Rhys’s father had been asleep in the office that night. He never made it out.
So, of course, Rhys hated my father. He hated my entire family. His quest for revenge was the most normal thing in the world. He’d changed his name, hidden his past, and waited years to avenge his father. It was an act of filial piety.
My dad was a criminal. He deserved what he got. I would never defend him.
But I couldn’t not blame Rhys.
He could have chosen a hundred other ways to get his revenge. Why did he have to use my heart as his weapon?
And even now, with his vengeance complete, he wouldn’t let me go. He just kept pushing, kept tormenting me.
I was powerless against him. The only option was to run.
To save money, I booked tickets on a Greyhound bus to Madison. A slow, lumbering route away from my life.

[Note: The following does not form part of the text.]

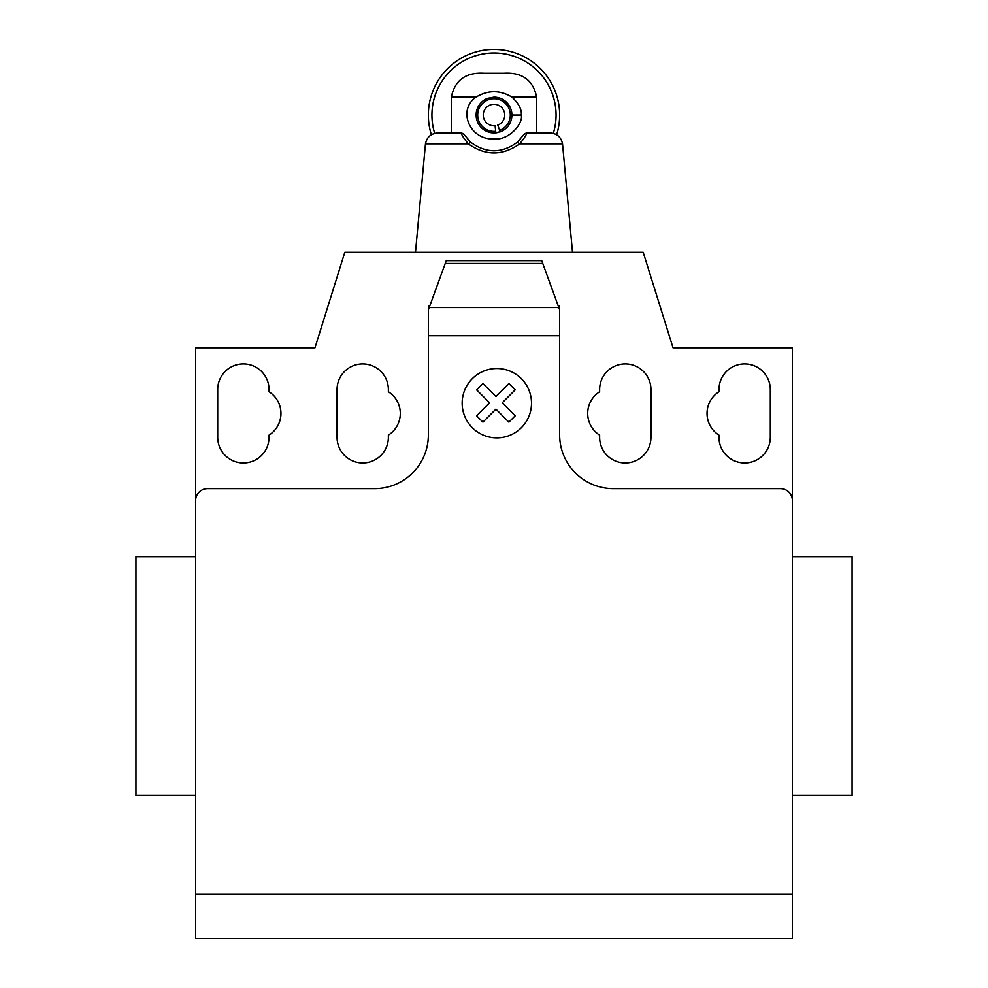 <?xml version="1.0" encoding="UTF-8"?>
<svg xmlns="http://www.w3.org/2000/svg" width="988" height="988" viewBox="0 0 988 988"><rect width="100%" height="100%" fill="white"/><g stroke="black" fill="none" stroke-linecap="round" stroke-linejoin="round"><path stroke-width="1.48" d="M425.47 143.84L415.491 252.311L425.47 143.84L468.312 143.84C463.211 137.616 460.988 133.985 461.643 132.948L463.668 134.072L470.708 142.235L468.312 143.84C485.441 155.943 502.559 155.943 519.688 143.84L562.53 143.84L572.509 252.311L562.53 143.84C561.098 136.974 556.861 133.331 549.785 132.948L526.357 132.948L524.332 134.072L517.292 142.235L519.688 143.84C524.789 137.616 527.012 133.985 526.357 132.948M467.818 139.469L468.436 140.111M468.695 140.37L469.424 141.086M518.577 141.086L519.305 140.37M519.565 140.111L520.182 139.469M517.292 142.247C501.768 153.585 486.232 153.585 470.708 142.247M461.643 132.948L438.215 132.948C431.176 133.331 426.94 136.937 425.482 143.766M451.331 97.145L475.969 97.145C457.197 110.137 469.683 140.234 494 138.925C509.252 140.642 523.578 122.981 521.256 115.04C521.96 109.779 518.885 103.814 512.031 97.145L536.669 97.145C533.137 80.127 522.195 72.161 503.831 73.273L484.169 73.273C465.805 72.161 454.863 80.127 451.331 97.145L451.331 132.948M556.615 134.776A65.64 65.64 0 0 0 494 49.4A65.64 65.64 0 0 0 431.386 134.776M434.708 133.405A62.071 62.071 0 0 1 494 52.982A62.071 62.071 0 0 1 553.292 133.405M475.969 97.145C488.047 89.92 500.076 89.933 512.031 97.145M511.599 111.78L511.315 119.573M483.836 100.307L487.529 98.355L494 97.145L500.459 98.343A17.908 17.908 0 0 1 500.459 131.737L494 132.948L487.529 131.737L481.625 127.995M476.278 112.546L478.982 105.308M504.139 100.294L509.499 106.087M500.459 131.737A17.908 17.908 0 0 1 500.224 131.836L497.742 125.118A10.745 10.745 0 0 0 501.521 107.383A10.745 10.745 0 0 0 483.861 111.496A10.745 10.745 0 0 0 495.112 125.735L495.68 131.268A16.302 16.302 0 0 1 478.612 109.668A16.302 16.302 0 0 1 505.424 103.407A16.302 16.302 0 0 1 499.669 130.33M496.334 132.8L495.84 132.849A17.908 17.908 0 0 1 487.529 98.355M496.989 132.701A17.908 17.908 0 0 1 495.803 132.454M494 97.145A17.908 17.908 0 0 1 500.459 98.343M495.84 132.849L495.68 131.268M536.669 132.948L536.669 97.145M792.388 813.272L792.388 795.377L852.064 795.377L852.064 556.664L792.388 556.664L792.388 479.081M195.612 795.377L135.936 795.377L135.936 556.664L195.612 556.664M217.693 389.568A25.663 25.663 0 0 1 243.357 363.905A25.663 25.663 0 0 1 269.02 389.568L269.02 391.754A25.663 25.663 0 0 1 269.02 435.115L269.02 437.301A25.663 25.663 0 0 1 243.357 462.964A25.663 25.663 0 0 1 217.693 437.301L217.693 389.568M770.307 389.568L770.307 437.301A25.663 25.663 0 0 1 744.643 462.964A25.663 25.663 0 0 1 718.98 437.301L718.98 435.115A25.663 25.663 0 0 1 718.98 391.754L718.98 389.568A25.663 25.663 0 0 1 744.643 363.905A25.663 25.663 0 0 1 770.307 389.568M792.388 894.054L792.388 347.788L673.038 347.788L643.2 252.311L344.8 252.311L314.962 347.788L195.612 347.788L195.612 938.6L792.388 938.6L792.388 894.054L195.612 894.054M792.388 500.57A11.93 11.93 0 0 0 780.458 488.628L613.35 488.628A53.71 53.71 0 0 1 559.64 434.918L559.64 335.698L428.36 335.698L428.36 309.849L446.255 260.659L541.745 260.659L559.64 309.849L559.64 335.698M542.77 263.475L445.23 263.475M446.255 260.659L541.745 260.659M559.64 309.849L559.64 306.021L558.245 306.021M195.612 500.57A11.93 11.93 0 0 1 207.542 488.628L374.65 488.628A53.71 53.71 0 0 0 428.36 434.918L428.36 335.698M429.755 306.021L428.36 306.021L428.36 309.849M388.37 435.115A25.663 25.663 0 0 0 388.37 391.754L388.37 389.568A25.663 25.663 0 0 0 362.707 363.905A25.663 25.663 0 0 0 337.044 389.568L337.044 437.301A25.663 25.663 0 0 0 362.707 462.964A25.663 25.663 0 0 0 388.37 437.301L388.37 435.115M599.63 391.754A25.663 25.663 0 0 0 599.63 435.115L599.63 437.301A25.663 25.663 0 0 0 625.293 462.964A25.663 25.663 0 0 0 650.956 437.301L650.956 389.568A25.663 25.663 0 0 0 625.293 363.905A25.663 25.663 0 0 0 599.63 389.568L599.63 391.754M515.193 415.812L508.894 422.123L495.914 409.131L482.934 422.123L476.624 415.812L489.616 402.82L476.624 389.84L482.934 383.542L495.914 396.534L508.894 383.542L515.193 389.84L502.213 402.82L515.193 415.812M531.507 403.178A34.666 34.666 0 0 0 479.501 373.155A34.666 34.666 0 0 0 479.501 433.213A34.666 34.666 0 0 0 531.507 403.178M521.256 115.04L511.908 115.04M558.813 307.552L429.187 307.552"/></g></svg>

But on the city bus to the station, Paige suddenly collapsed.
I rushed her to the nearest hospital in a blind panic, my world shrinking to the sound of sirens. And there, under the harsh fluorescent lights of the emergency room, my world fell apart completely.
Paige had leukemia.
The words echoed in the sterile room, shattering everything. I sat by her bed, the sobs ripping through me, unstoppable.
Paige, small and pale against the white sheets, squeezed my hand. “Don’t be sad, Sadie,” she whispered, her voice impossibly small. “I don’t feel bad. Really.” She looked around the room. “I don’t like it here. I don’t want shots. Can we just go home?”
I knew what she was doing. She knew I didn’t have any money. My brave, sweet, selfless little sister.
A fresh wave of guilt and self-loathing crashed over me. I was so useless. I couldn’t even afford to save her life.